* **Problem requirements**: Each record that follows is to be duplicated exactly, though its pictures are not.

* **Records drawn from a dataset**:
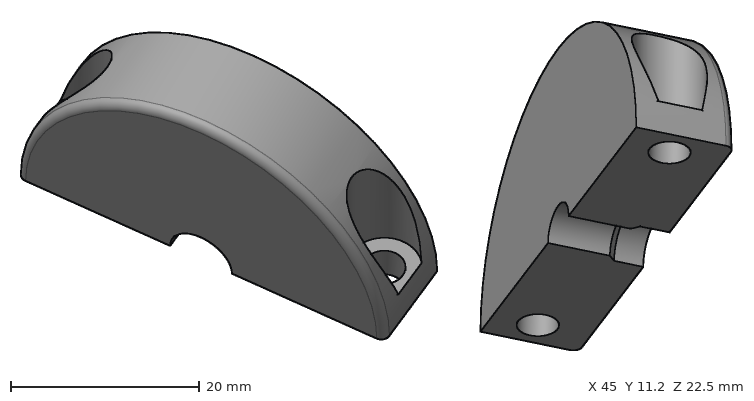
import cadquery as cq

outer_radius = 22.5
thickness = 11.2
edge_fillet = 1.0

bore_radius = 2.95
bore_mouth_radius = 3.8
bore_mouth_depth = 3.35
bore_taper_length = bore_mouth_radius - bore_radius

screw_offset = 19.0
screw_depth_position = 6.05
screw_hole_diameter = 4.5
screw_head_diameter = 8.0
screw_seat_height = 4.05


def half_disc():
    """Half cylinder along Y with a rounded front rim."""
    disc = cq.Workplane("XZ").circle(outer_radius).extrude(-thickness)
    disc = disc.faces("<Y").edges().fillet(edge_fillet)
    upper_half = cq.Workplane("XY").box(
        2 * outer_radius, thickness, outer_radius, centered=(True, False, False)
    )
    return disc.intersect(upper_half)


def center_bore():
    """Through bore along Y: a wide front mouth narrowing over a conical shoulder."""
    taper_end = bore_mouth_depth + bore_taper_length
    half_profile = (
        cq.Workplane("XY")
        .lineTo(bore_mouth_radius, 0)
        .lineTo(bore_mouth_radius, bore_mouth_depth)
        .lineTo(bore_radius, taper_end)
        .lineTo(bore_radius, thickness)
        .lineTo(0, thickness)
        .close()
    )
    return half_profile.revolve(360, (0, 0, 0), (0, 1, 0))


def screw_pocket(x):
    """Vertical clearance hole with a head counterbore open through the rim."""
    center = (x, screw_depth_position)
    hole = cq.Workplane("XY").center(*center).circle(screw_hole_diameter / 2).extrude(outer_radius)
    head = (
        cq.Workplane("XY", origin=(0, 0, screw_seat_height))
        .center(*center)
        .circle(screw_head_diameter / 2)
        .extrude(outer_radius)
    )
    return hole.union(head)


result = half_disc().cut(center_bore())
for side in (-1, 1):
    result = result.cut(screw_pocket(side * screw_offset))

* **Result of this task**:
import cadquery as cq

outer_radius = 22.5
thickness = 11.2
edge_fillet = 1.0

bore_radius = 2.95
bore_mouth_radius = 3.8
bore_mouth_depth = 3.35
bore_taper_length = bore_mouth_radius - bore_radius

screw_offset = 19.0
screw_depth_position = 6.05
screw_hole_diameter = 4.5
screw_head_diameter = 8.0
screw_seat_height = 4.05


def half_disc():
    """Half cylinder along Y with a rounded front rim."""
    disc = cq.Workplane("XZ").circle(outer_radius).extrude(-thickness)
    disc = disc.faces("<Y").edges().fillet(edge_fillet)
    upper_half = cq.Workplane("XY").box(
        2 * outer_radius, thickness, outer_radius, centered=(True, False, False)
    )
    return disc.intersect(upper_half)


def center_bore():
    """Through bore along Y: a wide front mouth narrowing over a conical shoulder."""
    taper_end = bore_mouth_depth + bore_taper_length
    half_profile = (
        cq.Workplane("XY")
        .lineTo(bore_mouth_radius, 0)
        .lineTo(bore_mouth_radius, bore_mouth_depth)
        .lineTo(bore_radius, taper_end)
        .lineTo(bore_radius, thickness)
        .lineTo(0, thickness)
        .close()
    )
    return half_profile.revolve(360, (0, 0, 0), (0, 1, 0))


def screw_pocket(x):
    """Vertical clearance hole with a head counterbore open through the rim."""
    center = (x, screw_depth_position)
    hole = cq.Workplane("XY").center(*center).circle(screw_hole_diameter / 2).extrude(outer_radius)
    head = (
        cq.Workplane("XY", origin=(0, 0, screw_seat_height))
        .center(*center)
        .circle(screw_head_diameter / 2)
        .extrude(outer_radius)
    )
    return hole.union(head)


result = half_disc().cut(center_bore())
for side in (-1, 1):
    result = result.cut(screw_pocket(side * screw_offset))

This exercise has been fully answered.